Even as the chant of resistance echoed like a mantra in her mind, she cast her house witchery magic towards the house and compound. She didn’t try to use the magic, just let it slip into the walls and land, into the essence of the structure and surroundings that made it a place of habitation.

Her magic had been coiled and ready for so long; pitched first to find and save Lewis, then to save the children in Mérida, and finally, to save Gina from the demon and its workings. Now that she let it act, and to choose its own familiar path through a residence, it acted swiftly and returned its knowledge to her.

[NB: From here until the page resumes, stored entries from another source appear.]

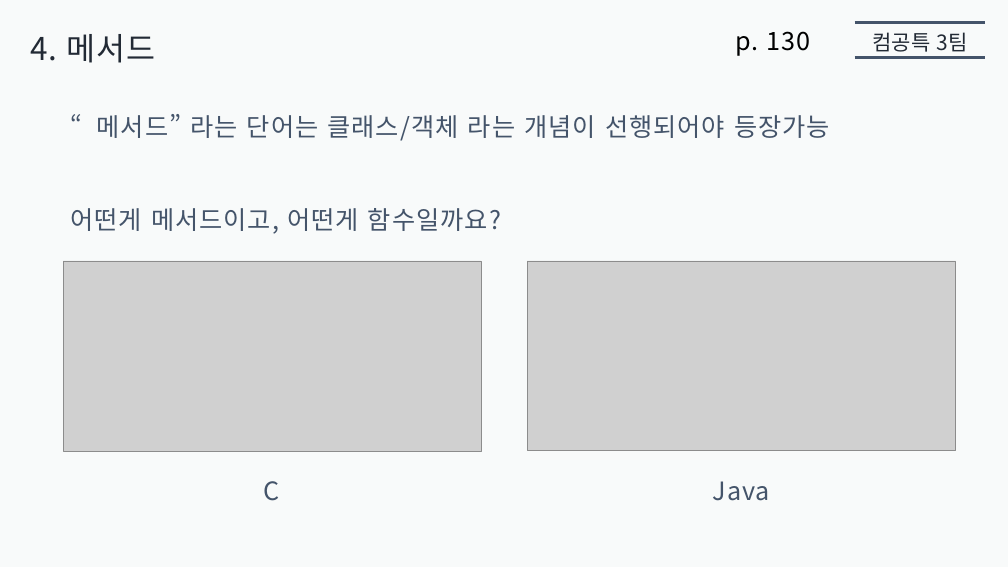
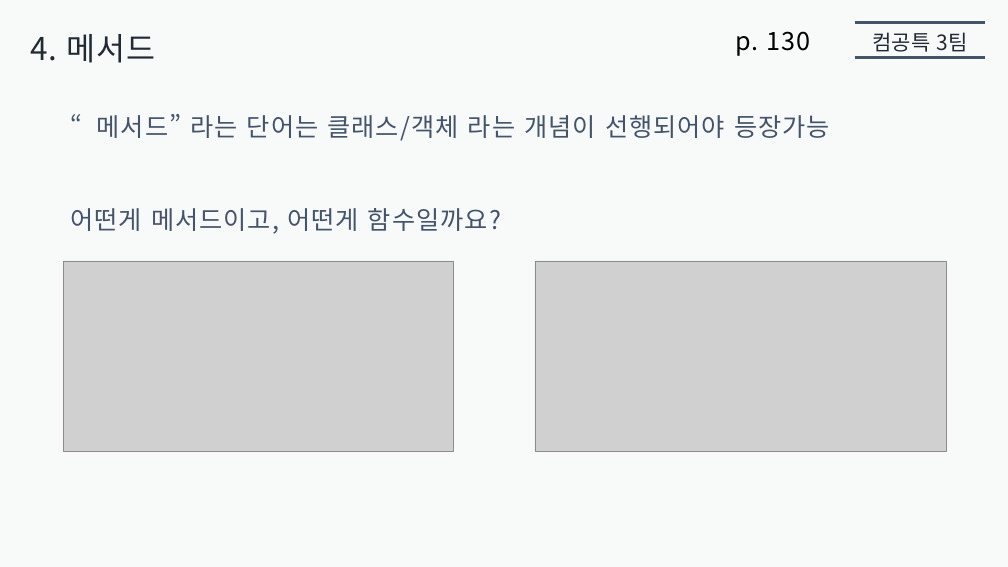
Before and after one commit to jaehoo1/Modern-JavaScript-Deep-Dive, a slide deck: slide 4 of 05. 객체 리터럴/presentation5/jaehoo1/객체_리터럴.pptx. Drawn at 1008x567 pixels with LibreOffice and Linux fonts; fonts in the diff are those of the drawing; grey boxes stand for pictures. Boxes give left, top, right and bottom in pixels: in the first picture for what was removed or moved away, otherwise in the second. Text is boxed around its words. In the diff, an @@ line names an element or a change of style, - is before the commit and + after.

Commit message:
퀴즈 수정

```diff
--- a/05. 객체 리터럴/presentation5/jaehoo1/객체_리터럴.pptx
+++ b/05. 객체 리터럴/presentation5/jaehoo1/객체_리터럴.pptx
@@ picture resized from (x1=63, y1=261, x2=481, y2=451) to (x1=63, y1=261, x2=454, y2=451) @@
@@ picture resized from (x1=527, y1=261, x2=956, y2=451) to (x1=535, y1=261, x2=947, y2=451) @@
@@ text removed at (x1=264, y1=481, x2=280, y2=501) @@
-C
@@ text removed at (x1=713, y1=481, x2=771, y2=501) @@
-Java
```

Gina stumbled away and vomited behind a tree.

Lewis handed her a water bottle and stepped away while she rinsed her mouth. “We have no idea how long the zombies will be limited to the compound. The binding may fade with the demon’s passing or collapse at sunset.”

“It won’t,” Gina said. She didn’t feel embarrassed that everyone had seen her retching. Matters were too serious. “The zombies are tied to the compound. They’re part of it. I’m not sure how, but my magic—I’m a house witch—recognizes the zombies not as people or one-time people, but as mobile extensions of the house. As such.” She took a steadying breath, reminding her stomach that it was already empty. “I can control the zombies.”

“You?” Kora asked skeptically.

Lewis gripped her shoulder. “Are you sure?”

Gina concentrated on the zombies by the gate. She needed to demonstrate her power over them, but at the same time, she wasn’t willing to waste her magic. She started the zombies sweeping the gravel. Since they lacked brooms, her house witchery magic dropped the zombies to their knees and had them sweep the gravel with their bare hands.

A couple of the guardians swore.

“I’ll hold the zombies,” Gina said. “You go find how the demon created them.”